------ RECORDED DATA ------
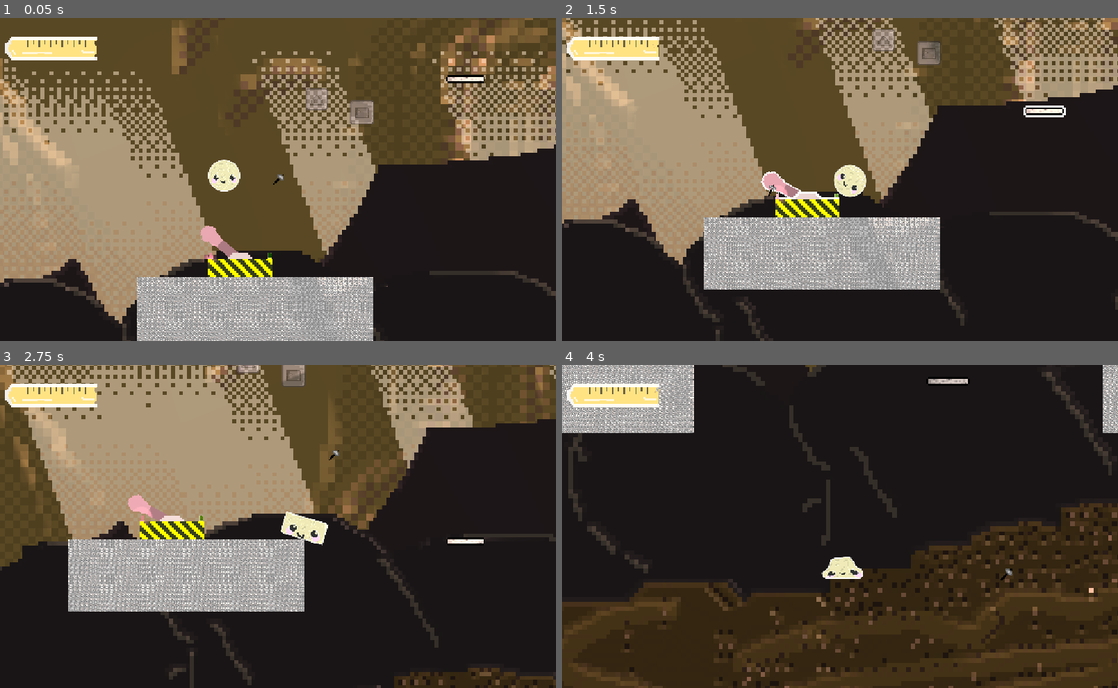
Above: before the commit, frames 1-4 (two rows, left to right).
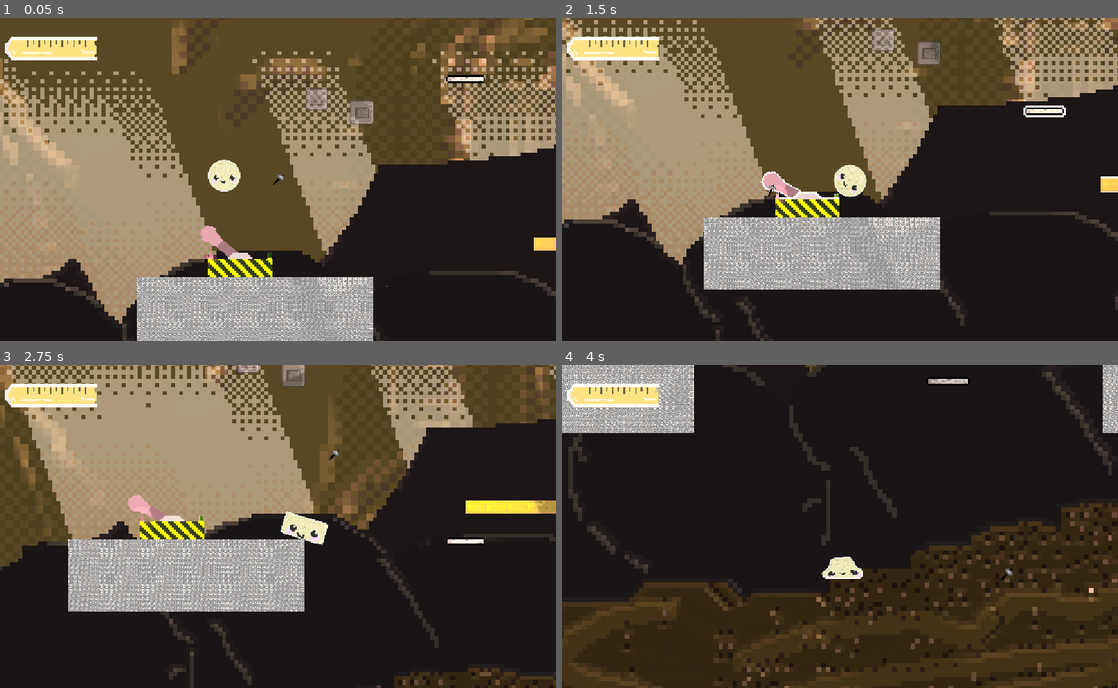
Above: after the commit, the same moments.

Repository: Yaheeha-Baheeha/rock-hard
Game: Godot game, scene res://test_level.tscn
Same seed, same stepped clock (60 frames per second), same inputs: the game is played once before the commit and once after it. This scene is started directly instead of the project's main scene. The engine's default icon, where the game draws it, is replaced by a stand-in: a white triangle on a blue panel in a dark square. Sound files missing from this copy of the repository are replaced by a short silence.
Inputs (mouse positions are in pixels of both pictures, inside the frame that each line leads up to):
- Up to frame 1 (0.05 s): no input
- Up to frame 2 (1.5 s): tap Enter (ui_accept) at 0.5 s; drag from (851, 237) to (973, 98) at 0.52 s; drag from (728, 195) to (851, 179) at 1.27 s
- Up to frame 3 (2.75 s): move the mouse to (333, 455) at 2.02 s; hold D (right) from 2.03 s (still down); hold Shift (static) from 2.03 s (still down); tap T (test) at 2.3 s
- Up to frame 4 (4 s): release D (right) at 2.75 s; release Shift (static) at 2.75 s; drag from (812, 591) to (734, 513) at 2.77 s; move the mouse to (1006, 574) at 3.52 s; hold A (left) from 3.53 s (still down); hold Mouse wheel up (zoom in) from 3.53 s (still down); tap Space (jump) at 3.77 s; tap T (test) at 3.8 s

The runs differ from the first frame. In frame 1, 0.2% of the frame differs, in the area x 96-100%, y 67-73%; in frame 2, 0.2%; in frame 3, 0.7%, in the area x 83-100%, y 41-47%; in frame 4, nothing differs.

Commit message:
trapdoor

Diff:
--- a/test_level.tscn
+++ b/test_level.tscn
@@ -14,33 +14,46 @@
 [ext_resource type="PackedScene" uid="uid://xac4ri50wcc5" path="res://pressure_plate.tscn" id="12_a25ih"]
 [ext_resource type="Texture2D" uid="uid://die1nc5pjay8p" path="res://icon.svg" id="13_38et7"]
 [ext_resource type="PackedScene" uid="uid://dhtwpif4owtth" path="res://moving_platform.tscn" id="14_b7ax5"]
+[ext_resource type="PackedScene" uid="uid://bouhfax2qa588" path="res://trapdoor.tscn" id="15_4bgwg"]
 
 [sub_resource type="ShaderMaterial" id="ShaderMaterial_gbhdq"]
 shader = ExtResource("1_gbhdq")
+shader_parameter/white_hot_color = Color(1, 0.769, 0, 0.96)
 shader_parameter/core_color = Color(1, 0, 0, 1)
 shader_parameter/body_color = Color(1, 0.4, 0, 1)
+shader_parameter/deep_body_color = Color(0.45, 0.04, 0, 1)
 shader_parameter/crust_color = Color(0.4, 0.05, 0, 1)
 shader_parameter/outer_edge = 0.4
-shader_parameter/crust_edge = 0.45
 shader_parameter/core_start = 0.8
+shader_parameter/flow_speed = 1.0
+shader_parameter/noise_scale = 14.0
+shader_parameter/distortion_strength = 0.012
 
 [sub_resource type="ShaderMaterial" id="ShaderMaterial_y646j"]
 shader = ExtResource("1_gbhdq")
+shader_parameter/white_hot_color = Color(1, 0.769, 0, 0.96)
 shader_parameter/core_color = Color(1, 0.6166667, 0, 1)
 shader_parameter/body_color = Color(1, 0.4, 0, 1)
+shader_parameter/deep_body_color = Color(0.45, 0.04, 0, 1)
 shader_parameter/crust_color = Color(0.4, 0.05, 0, 1)
 shader_parameter/outer_edge = 0.4
-shader_parameter/crust_edge = 0.45
 shader_parameter/core_start = 0.8
+shader_parameter/flow_speed = 1.0
+shader_parameter/noise_scale = 14.0
+shader_parameter/distortion_strength = 0.012
 
 [sub_resource type="ShaderMaterial" id="ShaderMaterial_lnbra"]
 shader = ExtResource("1_gbhdq")
+shader_parameter/white_hot_color = Color(1, 0.769, 0, 0.96)
 shader_parameter/core_color = Color(1, 0.9, 0.2, 1)
 shader_parameter/body_color = Color(1, 0.4, 0, 1)
+shader_parameter/deep_body_color = Color(0.45, 0.04, 0, 1)
 shader_parameter/crust_color = Color(0.4, 0.05, 0, 1)
 shader_parameter/outer_edge = 0.4
-shader_parameter/crust_edge = 0.45
 shader_parameter/core_start = 0.8
+shader_parameter/flow_speed = 1.0
+shader_parameter/noise_scale = 14.0
+shader_parameter/distortion_strength = 0.012
 
 [sub_resource type="WorldBoundaryShape2D" id="WorldBoundaryShape2D_5rr72"]
 
@@ -299,7 +312,7 @@
 
 [node name="Lever" parent="." unique_id=603365385 node_paths=PackedStringArray("targets") instance=ExtResource("7_lnbra")]
 position = Vector2(-737, -128)
-targets = [NodePath("../Spawner"), NodePath("../Spawner2"), NodePath("../MovingPlatform")]
+targets = [NodePath("../Spawner"), NodePath("../Spawner2"), NodePath("../MovingPlatform"), NodePath("../Trapdoor")]
 
 [node name="Rectangle" parent="." unique_id=1176716040 instance=ExtResource("8_lowby")]
 position = Vector2(-357, -510)
@@ -350,3 +363,6 @@
 position = Vector2(103.865326, 28.486649)
 scale = Vector2(1.4309764, 0.62017804)
 curve = SubResource("Curve2D_b7ax5")
+
+[node name="Trapdoor" parent="." unique_id=2074908220 instance=ExtResource("15_4bgwg")]
+position = Vector2(178, -81)
--- /dev/null
+++ b/trapdoor.gd
@@ -0,0 +1,31 @@
+extends SignalReceiver
+
+@onready var anim_player: AnimationPlayer = $AnimationPlayer
+
+func _ready() -> void:
+	super._ready()
+
+	if not anim_player or not anim_player.has_animation("open"):
+		push_error("Trapdoor: Missing AnimationPlayer or 'open' animation!")
+		return
+
+	# Instantly snap the trapdoor to the correct state when the level loads
+	if is_active:
+		# Play and skip instantly to the end
+		anim_player.play("open")
+		anim_player.seek(anim_player.get_animation("open").length, true)
+	else:
+		# Snap to the beginning
+		anim_player.play("open")
+		anim_player.seek(0.0, true)
+		anim_player.stop()
+
+# This is automatically called by your SignalReceiver base class
+func _on_state_changed() -> void:
+	if not anim_player:
+		return
+
+	if is_active:
+		anim_player.play("open")
+	else:
+		anim_player.play_backwards("open")
--- a/trapdoor.tscn
+++ b/trapdoor.tscn
@@ -1,9 +1,11 @@
 [gd_scene format=3 uid="uid://bouhfax2qa588"]
 
+[ext_resource type="Script" uid="uid://i8w0dxgnda5a" path="res://trapdoor.gd" id="1_my15l"]
 [ext_resource type="Texture2D" uid="uid://bdwunxc2mgwwh" path="res://Textures/trapdoor.png" id="1_pf2pg"]
+[ext_resource type="Material" uid="uid://beohj12ngimtb" path="res://outline_material.tres" id="2_rb8u0"]
 
 [sub_resource type="RectangleShape2D" id="RectangleShape2D_2u0tw"]
-size = Vector2(64, 8)
+size = Vector2(317, 39)
 
 [sub_resource type="Animation" id="Animation_pf2pg"]
 length = 0.001
@@ -43,15 +45,18 @@
 }
 
 [node name="Trapdoor" type="Node2D" unique_id=2074908220]
+script = ExtResource("1_my15l")
 
-[node name="RigidBody2D" type="RigidBody2D" parent="." unique_id=1921877532]
+[node name="RigidBody2D" type="StaticBody2D" parent="." unique_id=809441282]
 
 [node name="CollisionShape2D" type="CollisionShape2D" parent="RigidBody2D" unique_id=1092725163]
-position = Vector2(32, -4)
+position = Vector2(158.50002, -20.500017)
 shape = SubResource("RectangleShape2D_2u0tw")
 
 [node name="Sprite2D" type="Sprite2D" parent="RigidBody2D" unique_id=39645471]
-position = Vector2(32, -4)
+material = ExtResource("2_rb8u0")
+position = Vector2(160, -21.000015)
+scale = Vector2(5, 5)
 texture = ExtResource("1_pf2pg")
 
 [node name="AnimationPlayer" type="AnimationPlayer" parent="." unique_id=1026548352]
Not shown, added: trapdoor.gd.uid
------
BRIEF:
Within the data above, find the lines that contain the word "MovingPlatform" and copy each of them.

ANSWER SECTION:
-targets = [NodePath("../Spawner"), NodePath("../Spawner2"), NodePath("../MovingPlatform")]
+targets = [NodePath("../Spawner"), NodePath("../Spawner2"), NodePath("../MovingPlatform"), NodePath("../Trapdoor")]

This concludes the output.